Work instruction: Please copy every line from the following entries in which the word "index" appears.

[Extracted records]
..........

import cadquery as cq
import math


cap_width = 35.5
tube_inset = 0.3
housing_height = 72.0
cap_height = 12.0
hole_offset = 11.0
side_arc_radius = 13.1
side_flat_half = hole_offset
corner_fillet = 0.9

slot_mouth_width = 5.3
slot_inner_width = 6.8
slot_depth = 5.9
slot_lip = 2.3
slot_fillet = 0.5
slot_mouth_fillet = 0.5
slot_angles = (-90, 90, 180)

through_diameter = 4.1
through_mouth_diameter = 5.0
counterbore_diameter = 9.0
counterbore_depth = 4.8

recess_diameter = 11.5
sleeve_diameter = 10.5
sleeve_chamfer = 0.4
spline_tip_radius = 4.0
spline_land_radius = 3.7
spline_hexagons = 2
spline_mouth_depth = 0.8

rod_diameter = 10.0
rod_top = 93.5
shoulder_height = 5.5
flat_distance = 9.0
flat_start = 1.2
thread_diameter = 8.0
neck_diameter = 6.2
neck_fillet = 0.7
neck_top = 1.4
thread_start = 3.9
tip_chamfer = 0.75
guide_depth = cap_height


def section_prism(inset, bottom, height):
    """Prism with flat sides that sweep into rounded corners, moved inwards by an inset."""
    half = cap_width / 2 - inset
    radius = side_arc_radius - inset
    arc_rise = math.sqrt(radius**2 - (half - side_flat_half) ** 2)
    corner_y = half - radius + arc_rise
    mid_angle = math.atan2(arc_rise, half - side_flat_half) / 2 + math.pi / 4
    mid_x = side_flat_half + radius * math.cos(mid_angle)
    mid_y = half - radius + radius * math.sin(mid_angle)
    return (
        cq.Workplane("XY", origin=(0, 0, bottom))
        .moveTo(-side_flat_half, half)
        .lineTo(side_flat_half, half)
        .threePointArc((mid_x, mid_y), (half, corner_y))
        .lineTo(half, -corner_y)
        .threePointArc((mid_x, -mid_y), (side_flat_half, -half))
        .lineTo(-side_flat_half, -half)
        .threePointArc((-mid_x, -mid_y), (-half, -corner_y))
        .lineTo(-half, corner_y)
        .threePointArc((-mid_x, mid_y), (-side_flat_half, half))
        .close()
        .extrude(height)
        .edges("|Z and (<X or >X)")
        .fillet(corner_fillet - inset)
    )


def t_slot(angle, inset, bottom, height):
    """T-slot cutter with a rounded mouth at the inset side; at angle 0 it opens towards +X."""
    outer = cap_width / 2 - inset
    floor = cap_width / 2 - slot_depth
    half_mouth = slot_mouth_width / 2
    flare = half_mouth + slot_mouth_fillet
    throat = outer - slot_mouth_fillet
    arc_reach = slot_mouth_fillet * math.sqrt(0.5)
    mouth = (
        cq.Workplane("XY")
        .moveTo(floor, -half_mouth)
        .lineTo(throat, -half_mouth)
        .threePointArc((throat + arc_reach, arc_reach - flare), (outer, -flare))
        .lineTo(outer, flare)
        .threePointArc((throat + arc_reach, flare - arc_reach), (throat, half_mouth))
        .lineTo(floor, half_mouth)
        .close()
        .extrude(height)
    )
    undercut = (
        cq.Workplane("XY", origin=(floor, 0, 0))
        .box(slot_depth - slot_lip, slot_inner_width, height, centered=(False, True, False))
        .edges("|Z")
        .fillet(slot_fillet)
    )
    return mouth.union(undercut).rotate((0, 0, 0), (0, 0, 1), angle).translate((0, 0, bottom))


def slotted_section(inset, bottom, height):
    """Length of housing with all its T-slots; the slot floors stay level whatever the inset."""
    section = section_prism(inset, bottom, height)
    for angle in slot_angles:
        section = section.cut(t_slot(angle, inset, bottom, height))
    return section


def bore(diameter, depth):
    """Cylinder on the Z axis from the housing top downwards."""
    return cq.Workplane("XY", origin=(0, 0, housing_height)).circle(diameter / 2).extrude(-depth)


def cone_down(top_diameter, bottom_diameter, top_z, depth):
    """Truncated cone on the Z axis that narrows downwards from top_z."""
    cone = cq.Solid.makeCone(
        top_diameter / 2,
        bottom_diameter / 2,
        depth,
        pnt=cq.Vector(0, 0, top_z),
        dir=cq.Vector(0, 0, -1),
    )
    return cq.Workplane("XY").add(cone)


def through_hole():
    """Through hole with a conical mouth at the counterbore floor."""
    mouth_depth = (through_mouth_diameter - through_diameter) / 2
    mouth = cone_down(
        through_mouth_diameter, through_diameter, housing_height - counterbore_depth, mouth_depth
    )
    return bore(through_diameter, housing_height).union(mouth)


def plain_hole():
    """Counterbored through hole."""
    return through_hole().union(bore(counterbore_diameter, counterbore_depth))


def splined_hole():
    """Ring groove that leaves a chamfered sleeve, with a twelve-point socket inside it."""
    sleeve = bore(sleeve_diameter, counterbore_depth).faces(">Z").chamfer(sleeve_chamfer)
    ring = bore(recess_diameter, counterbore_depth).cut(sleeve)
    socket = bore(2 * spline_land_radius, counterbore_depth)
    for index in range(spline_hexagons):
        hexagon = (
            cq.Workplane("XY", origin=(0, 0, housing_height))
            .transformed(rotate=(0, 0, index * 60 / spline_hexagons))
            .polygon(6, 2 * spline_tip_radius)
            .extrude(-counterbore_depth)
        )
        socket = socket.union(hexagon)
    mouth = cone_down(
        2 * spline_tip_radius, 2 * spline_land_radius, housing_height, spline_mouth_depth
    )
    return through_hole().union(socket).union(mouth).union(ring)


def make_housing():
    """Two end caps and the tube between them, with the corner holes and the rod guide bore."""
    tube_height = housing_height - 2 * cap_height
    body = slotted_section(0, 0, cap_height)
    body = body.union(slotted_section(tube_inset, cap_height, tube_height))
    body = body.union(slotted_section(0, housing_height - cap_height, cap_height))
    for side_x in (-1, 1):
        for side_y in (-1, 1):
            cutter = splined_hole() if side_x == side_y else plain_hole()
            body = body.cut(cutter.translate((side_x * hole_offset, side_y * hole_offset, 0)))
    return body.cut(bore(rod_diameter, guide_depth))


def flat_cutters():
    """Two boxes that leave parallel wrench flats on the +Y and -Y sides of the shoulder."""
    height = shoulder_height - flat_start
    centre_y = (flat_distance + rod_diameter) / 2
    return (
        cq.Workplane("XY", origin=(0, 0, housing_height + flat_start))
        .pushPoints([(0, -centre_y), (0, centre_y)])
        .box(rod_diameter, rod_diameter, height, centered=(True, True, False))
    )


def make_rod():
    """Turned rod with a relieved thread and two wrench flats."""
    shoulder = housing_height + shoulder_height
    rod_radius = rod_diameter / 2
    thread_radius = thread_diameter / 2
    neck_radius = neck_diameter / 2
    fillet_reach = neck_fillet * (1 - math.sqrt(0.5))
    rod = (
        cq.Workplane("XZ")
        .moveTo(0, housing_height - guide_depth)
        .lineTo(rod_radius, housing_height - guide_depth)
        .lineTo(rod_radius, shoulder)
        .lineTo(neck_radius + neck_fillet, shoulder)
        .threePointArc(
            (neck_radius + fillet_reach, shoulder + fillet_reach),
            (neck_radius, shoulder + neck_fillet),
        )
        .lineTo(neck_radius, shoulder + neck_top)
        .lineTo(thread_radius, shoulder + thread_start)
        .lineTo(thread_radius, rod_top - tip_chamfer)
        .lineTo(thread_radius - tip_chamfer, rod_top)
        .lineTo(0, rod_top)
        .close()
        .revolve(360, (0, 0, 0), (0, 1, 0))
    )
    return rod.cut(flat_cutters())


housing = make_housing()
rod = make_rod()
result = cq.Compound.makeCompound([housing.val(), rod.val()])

..........

Solved exercise:
    for index in range(spline_hexagons):
            .transformed(rotate=(0, 0, index * 60 / spline_hexagons))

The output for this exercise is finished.